2014年6月6日金曜日

「思ったままを書きましょう」「なんとも思わないので書けません」と誰も言わない時代もあったかも知れない

 小学校の頃、作文を書くのが苦手だった。いや、はっきりと嫌悪感を抱いていた。
 とくに読書感想文は大大大大大嫌いで、「なんで感動も何もしてないのに感想文を書かにゃならんのか」といつも不満を持っていた。
 あるときなど、先生に感想文の宿題を出されて最後の一人になるまで書かずにいた。
「しょうがないな、一枚でいいから明日までに書いてこいよ」と言われて、
「書きたくないので書きません」と答えた。
「じゃあ、成績がせっかく5なのに、4になっちゃうよ?」と脅しをかけてきたが、
「うん、じゃあそれでいいよ」とにっこり笑って承知した。
 そのくらい自分にとっては嫌〜〜〜〜なことだったのだ。それからずっと、その先生が担任のうちは、国語は4のままだった。でも「別にいいや」と思っていた。

 なんでそんなに作文が嫌いだったかというと、「自由に、思ったことを書いてみましょう!」とかいうくせに、本当に自由に思ったことを書くと怒られたからだ。
 今にして思えば、こういう「機微」を子供のうちから会得しておくことが、会社員になってから宴会で上手くやりこなせるようになったりするような、よくある人生のコツとういうものだったのだろう。そうすれば「今日は無礼講といきましょう」なんて言われても、羽目をはずして大失敗なんてことがなくなるようになるわけだ。

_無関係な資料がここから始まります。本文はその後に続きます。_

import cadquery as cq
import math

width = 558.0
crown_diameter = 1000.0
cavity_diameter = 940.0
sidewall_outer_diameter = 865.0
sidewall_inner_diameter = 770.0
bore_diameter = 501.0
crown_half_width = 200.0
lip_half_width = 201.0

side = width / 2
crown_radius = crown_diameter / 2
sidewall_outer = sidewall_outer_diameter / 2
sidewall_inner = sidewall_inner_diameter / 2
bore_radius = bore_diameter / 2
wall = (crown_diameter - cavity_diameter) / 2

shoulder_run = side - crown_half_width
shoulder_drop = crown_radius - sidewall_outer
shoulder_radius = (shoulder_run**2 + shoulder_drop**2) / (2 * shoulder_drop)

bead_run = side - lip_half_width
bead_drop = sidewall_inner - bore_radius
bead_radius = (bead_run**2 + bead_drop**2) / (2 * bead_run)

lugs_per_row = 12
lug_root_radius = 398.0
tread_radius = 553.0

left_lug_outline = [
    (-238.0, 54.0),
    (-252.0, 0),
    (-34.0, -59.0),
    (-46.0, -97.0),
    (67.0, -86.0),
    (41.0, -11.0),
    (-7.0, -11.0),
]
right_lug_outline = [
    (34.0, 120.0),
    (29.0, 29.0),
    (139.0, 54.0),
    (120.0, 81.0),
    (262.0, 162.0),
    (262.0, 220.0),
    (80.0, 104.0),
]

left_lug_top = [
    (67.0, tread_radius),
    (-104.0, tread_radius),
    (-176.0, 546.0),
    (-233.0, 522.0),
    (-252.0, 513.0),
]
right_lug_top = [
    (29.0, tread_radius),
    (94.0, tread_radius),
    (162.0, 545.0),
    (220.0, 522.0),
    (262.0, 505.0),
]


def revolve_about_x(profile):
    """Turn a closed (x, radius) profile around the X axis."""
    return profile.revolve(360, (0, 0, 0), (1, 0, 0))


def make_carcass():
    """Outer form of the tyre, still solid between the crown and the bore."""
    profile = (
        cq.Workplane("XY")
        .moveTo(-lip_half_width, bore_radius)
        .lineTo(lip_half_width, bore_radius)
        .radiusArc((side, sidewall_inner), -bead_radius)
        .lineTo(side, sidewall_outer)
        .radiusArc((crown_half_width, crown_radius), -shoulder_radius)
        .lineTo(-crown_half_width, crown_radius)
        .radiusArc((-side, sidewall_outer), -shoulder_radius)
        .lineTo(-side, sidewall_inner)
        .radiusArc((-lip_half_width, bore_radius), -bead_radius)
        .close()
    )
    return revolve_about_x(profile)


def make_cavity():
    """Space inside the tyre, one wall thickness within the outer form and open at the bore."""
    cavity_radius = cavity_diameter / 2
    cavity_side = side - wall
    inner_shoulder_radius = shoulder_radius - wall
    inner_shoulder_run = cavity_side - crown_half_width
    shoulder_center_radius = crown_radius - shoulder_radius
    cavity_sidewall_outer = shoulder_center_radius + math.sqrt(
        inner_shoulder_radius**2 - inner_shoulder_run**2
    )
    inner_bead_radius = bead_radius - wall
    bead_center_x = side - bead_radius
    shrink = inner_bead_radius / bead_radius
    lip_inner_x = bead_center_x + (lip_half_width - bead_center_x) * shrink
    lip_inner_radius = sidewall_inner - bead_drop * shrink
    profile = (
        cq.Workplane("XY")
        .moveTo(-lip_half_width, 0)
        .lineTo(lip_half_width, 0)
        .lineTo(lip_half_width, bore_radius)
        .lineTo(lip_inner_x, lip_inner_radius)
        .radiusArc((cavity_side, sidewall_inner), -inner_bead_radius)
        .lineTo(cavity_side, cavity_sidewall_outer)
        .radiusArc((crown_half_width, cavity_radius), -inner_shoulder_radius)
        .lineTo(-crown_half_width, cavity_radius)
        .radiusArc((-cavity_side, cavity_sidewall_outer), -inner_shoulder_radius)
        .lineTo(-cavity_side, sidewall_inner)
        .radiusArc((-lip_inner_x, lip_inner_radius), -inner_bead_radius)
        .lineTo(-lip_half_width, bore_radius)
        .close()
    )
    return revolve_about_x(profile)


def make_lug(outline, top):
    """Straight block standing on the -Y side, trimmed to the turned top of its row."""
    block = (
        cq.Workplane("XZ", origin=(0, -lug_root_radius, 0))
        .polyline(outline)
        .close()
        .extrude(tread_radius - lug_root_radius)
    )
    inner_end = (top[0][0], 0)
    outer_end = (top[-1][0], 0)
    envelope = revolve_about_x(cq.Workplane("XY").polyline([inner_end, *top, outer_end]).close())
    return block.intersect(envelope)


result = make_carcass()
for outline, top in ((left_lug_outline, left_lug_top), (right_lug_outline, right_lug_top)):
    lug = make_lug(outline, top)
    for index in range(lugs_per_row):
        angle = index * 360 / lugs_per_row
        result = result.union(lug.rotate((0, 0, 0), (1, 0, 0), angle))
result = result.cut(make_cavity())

 さて、先日『作文の総合的研究』という本が入荷した。
 旺文社から昭和十三年に出たものを十七年に改訂した、当時の学生(中学生くらい)向けの参考書である。
 昭和十七年と言えば戦争まっただ中であるわけだが、お手本として掲載されている学生たちの作文は、まったく「自由に、思ったこと」を書いている。
 …………
 御稜威とは世界道義の上にたてる光であり、万物がこの光に浄化されねばらなないのである。然し其れまでにはさらに大きな障碍がある。而してその障碍を打破して、この光を発揚すべき神命を託されたのが日本民族である。幸いに已にその目的へ発足した。我々臣民はこの崇高なる光を仰いで「御稜威の元に我は死なん」の決意を新たにすべきである。
…………
 かかる、より高き明日への建設の段階に、今日本は世界の一等国として立っている。日本の理想は、畏くも二千六百年の昔、神武天皇が仰せられた肇国の御精神たる八紘一宇ちょう四字に見出すことができる。吾人の目標は単なる東亜新秩序の建設のみではない。それは八紘一宇顕現への一段階にすぎない。独伊が西欧の建設を成就し合衆国が南北米の大陸に覇を唱えても、結局世界人類の真の幸福を生み出してくれるものは日本でなければならない。日本はかかる使命を帯びて生まれた国であり、吾人はかかる使命を帯びてこの世に生まれ出た大和民族の一人である。
…………
 この現実に徴しても、明日の東亜の恒久的平和を確保するためには日満華不可分の関係を永遠に鞏固ならしめ、且つ独伊との提携を断然強化すべき事が極めて肝要である。そして日本は列聖の宏謨を奉戴し、国家興隆の大業を堅守し恢宏すると同時に、東亜の城塞たる太平洋の覇権を掌握し、東亜の盟主としての一大使命を果たさねばならない。
…………

 ……はあ、さよで。言うまでもないが、仮名遣いや漢字は現代のに直してある。あと、本には書いた当人(学生)の氏名が記されているが、それははずしておいた。いらぬ情けかも知らんけど。
 要するにこれ、「どんな風に書いたらいい成績が取れるか」というお手本なんだよね。
 きっとこのお手本よりもずっっっっと下手くそな作文が、たくさんたくさん「思ったまま」に書かれたことであろう。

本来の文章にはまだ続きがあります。